Back to the Yubikey scenario. Let's say a remote server R wants to talk to the Yubikey Y on your PC. Y initially generates a key pair and then (somehow) securely delivers the public key to the remote server R. Clearly, whenever R sends something to Y, an attacker wouldn't be able to decrypt the message unless it has the private key which is securely stored on the HSM.

Scenario (1) above was looking at the case of an attacker who somehow "tricks" R into updating/replacing/revoking the original public key and inserting his own key into the remote key database. If successful, the attacker could then intercept all inbound communication from the remote server and decrypt it.

> The sales page promises the following, but I didn't quickly find any details on how it works:

It looks like marketing speak to me honestly. If the computer/server the Yubikey is talking to is compromised, there really is nothing stopping an attacker from using the Yubikey to perform arbitrary encryptions and decryptions.

Are we in agreement that no HSM can completely protect against scenario 1? (If I can't verify the key [varying degrees of "hard" when connecting across the internet], it can be replaced.)

[edited] That is why I don't see this as relevant, it is outside the threat model any HSM attempts to protect against. More mitigation is possible than the YubiHSM provides, using a display/inputs on the HSM itself to verify keys and choose/confirm operations.

I appreciate your patience in carefully explaining your perspective, and this issue is definitely something to keep in mind in general.

> That is why I don't see why this could possibly be relevant, it is outside the threat model the HSM attempts to protect against.

I agree completely. It's just something to keep in mind.

We didn't use Yubikeys, but I've used a hardware module to go from encrypted request -> signed plaintext request. A compromised CPU has no way to emit a new signed request, so it can't forge a a request + computation, only fail to compute or emit an invalid proof object.

I don't know about Yubikeys, but if they can sign their emitted plaintext, they could be used to similar effect.

I don't follow. Firstly, where is the encrypted request coming from? And more importantly, why would the CPU need to forge a request when it can just send an arbitrary plaintext to the HSM for signing (i.e., using the HSM as a signing oracle)?
How does it get arbitrary requests signed?

The module only supported two interfaces:

1. Network -> Buffer, where it takes a packet with a particular structure and encrypted data and emits a signed plaintext.

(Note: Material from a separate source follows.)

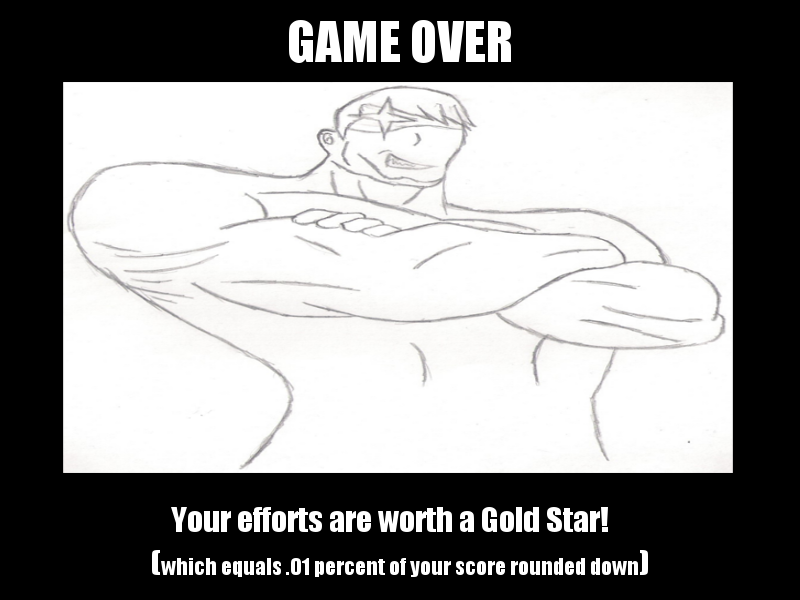
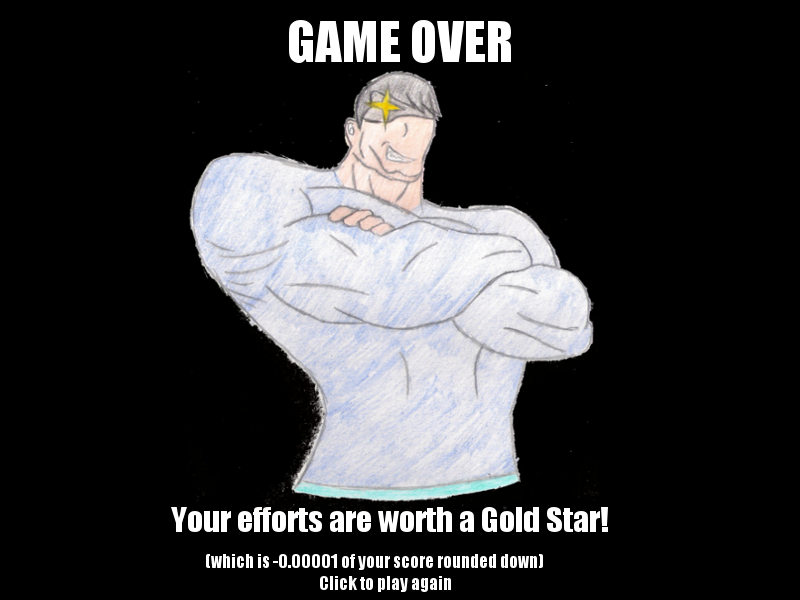
The second 800×600 image is a revision of the first. Changes to its layers:
removed layer "Your efforts are worth a ..." over left=152, top=507, right=648, bottom=577
removed layer "GAME OVE..." over left=293, top=20, right=511, bottom=62
painted on "Background" over left=63, top=20, right=733, bottom=592

2. Buffer -> Network, where it takes a request, result, and proof object and sends them out after signing and encrypting.

We were using it to front solvers that did a lot of work to solve constraints and emitted a proof object, so clients would send us requests (not our problem how they generate them) and then we had to show we did the right thing. The CPU didn't know either key, so it could either:

1. Compute the right thing, have results signed.

2. Compute something that doesn't match the signed request; have its faulty proof signed and returned. (Detected by the consumer when they verify.)

3. Fail to compute.

So this was guarding the case where a CPU was compromised and could possibly emit faulty (or malicious) results.

The point is that HSMs can allow for securing a computation chain if you can securely sign the root, even against compromised CPUs.

The technical details need to be answered by someone with hands-on experience, but the YubiHSM1 manual documents use of AEAD (RFC 3610: Authenticated Encryption with Associated Data), and references AEAD/client keys required for two modes of operation (HSM/WSAPI). Also: truckloads of reminders to never re-use a nonce in AES-CCM.

Most interactions with remote servers involve higher-level crypto primitives, but if a secure client has these keys it should be possible to interact securely with a remote YubiHSM (assuming secure initial setup, keys must remain secure, etc.).

The only advantage of the Yubikey is absolutely massive though. It means not having to worry about revocating private keys or dealing with recurring forgeries after a security breach.

As long as you mitigate the current exploit, you've stopped any forgeries from that point forward.